Ferdinand Hodler
Die Pointe d'Andey, Arvetal

Die Pointe d'Andey, Arvetal (Haute Savoie)
Ferdinand Hodler (1853-1918)
Die Pointe d'Andey, Arvetal (Haute Savoie)
1909
Öl auf Leinwand
H. 67,5; B. 90,5 cm
© RMN-Grand Palais (Musée d'Orsay) / Gérard Blot

La pointe d'Andey, vallée de l'Arve (Haute-Savoie) [Die Pointe d'Andey, Arvetal (Haute Savoie)]


Dieses 1909 entstandene und 1912 unter dem Namen Landschaft in München ausgestellte Gemälde des Schweizer Malers Ferdinand Hodler trägt heute den Namen Die Pointe d'Andey, Arvetal.
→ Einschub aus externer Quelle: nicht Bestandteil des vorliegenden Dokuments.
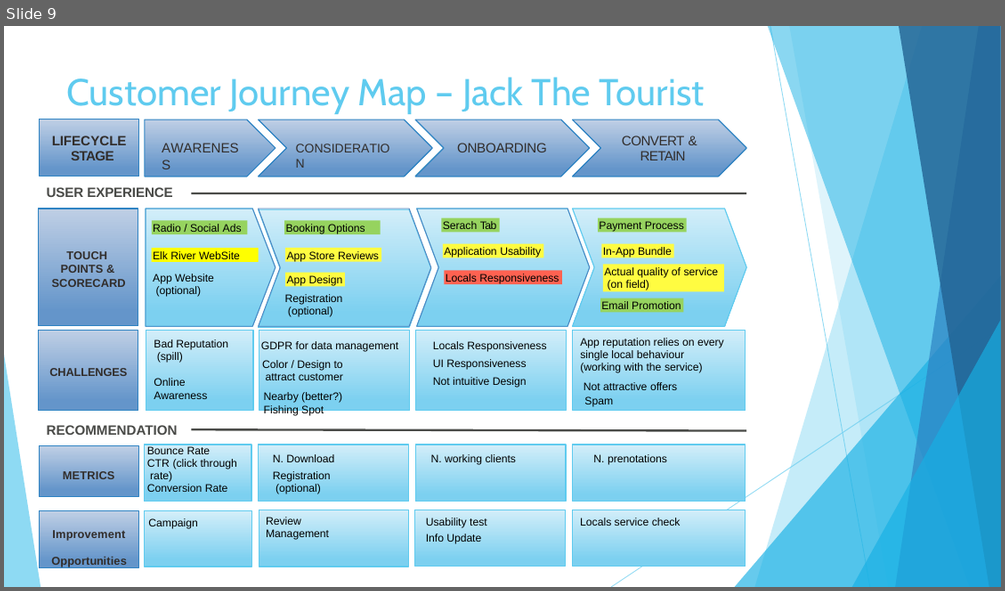
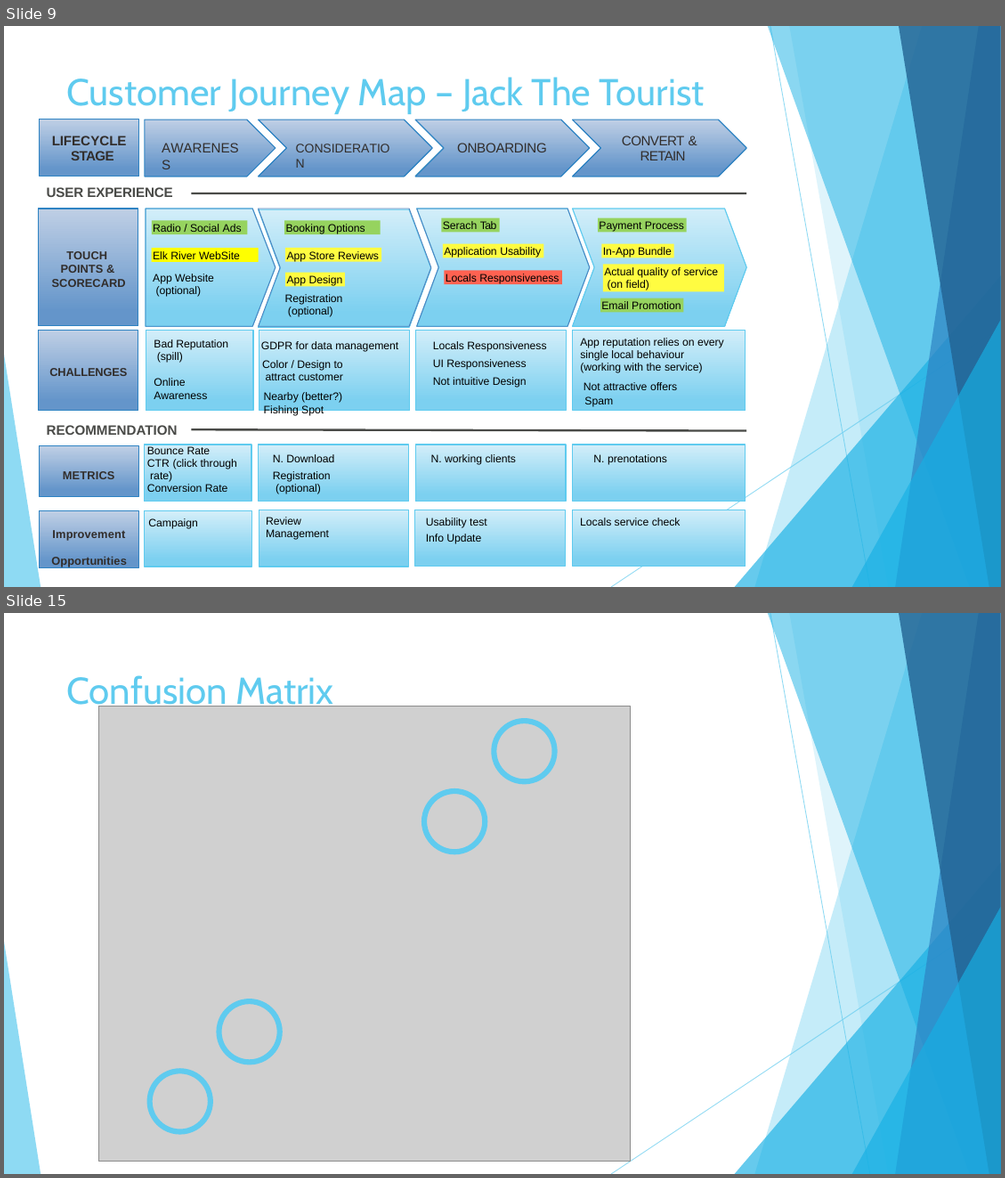
Before and after one commit to Riccardo95Facchini/DIL-2019, a slide deck: Presentation.pptx. Shown one above the other, each under a label of ours: slide 9 before the commit, slides 9 and 15 after it; the slides between them are not shown. The pictures are 1005x591 and 1005x1178 pixels, drawn with LibreOffice and Linux fonts; fonts in the diff are those of the drawing; grey boxes stand for pictures. Boxes give left, top, right and bottom in pixels: in the first picture for what was removed or moved away, otherwise in the second. Text is boxed around its words. In the diff, an @@ line names an element or a change of style, - is before the commit and + after.

```diff
--- a/Presentation.pptx
+++ b/Presentation.pptx
@@ slide 15 added at <box>4,613,1001,1174</box>, background #FFFFFF; not listed: 10 template elements that a slide beside it also shows @@
@@ title added at <box>67,675,333,713</box>, 36 pt, text #5FCBEF @@
+Confusion Matrix
@@ picture added at <box>98,706,630,1161</box> @@
@@ ellipse added at <box>494,721,554,781</box>, outline #5FCBEF 5.25 pt @@
@@ ellipse added at <box>424,791,485,852</box>, outline #5FCBEF 5.25 pt @@
@@ ellipse added at <box>219,1001,280,1062</box>, outline #5FCBEF 5.25 pt @@
@@ ellipse added at <box>150,1070,210,1131</box>, outline #5FCBEF 5.25 pt @@
```
Also in this commit, not shown: 5 slides changed, 12 other slides added, 1 slide removed.

Die präzise Darstellung des Alpenreliefs ermöglichte die Lokalisierung des Motivs. Bei einer äußerst wirklichkeitsgetreuen Abbildung der Gipfellinie ist der Aufbau des Gemäldes genau durchdacht. Auf anekdotische Elemente wird verzichtet. Es gibt nicht die geringste Spur von Lebewesen.

Drei Wolkenschichten staffeln sich über dem Plateau bis zum Gipfel. Sie unterstreichen die zunehmende Höhe und leiten gleichzeitig ein Formenspiel ein. Die ersten beiden Schichten verlaufen horizontal und parallel zum Boden, die höchste Wolkenschicht folgt der Form des Gebirges. Blauabstufungen sorgen für einen sanften Übergang zwischen dem hellen Fuß und dem dunklen Gipfel des Alpenreliefs. Das Tal wird durch ein zartes Grün signalisiert und der Himmel durch Azurblau. Dieses zur dekorativen Kunst tendierende Gemälde erinnert an japanische Holzschnitte.

Der Maler Ferdinand Hodler ist bekannt für seine großen symbolistischen Kompositionen, die zur Zeit der Wende zwischen dem 19. und dem 20. Jahrhundert die Wiederbelebung der deutschen, österreichischen und schweizerischen Wandmalerei prägen.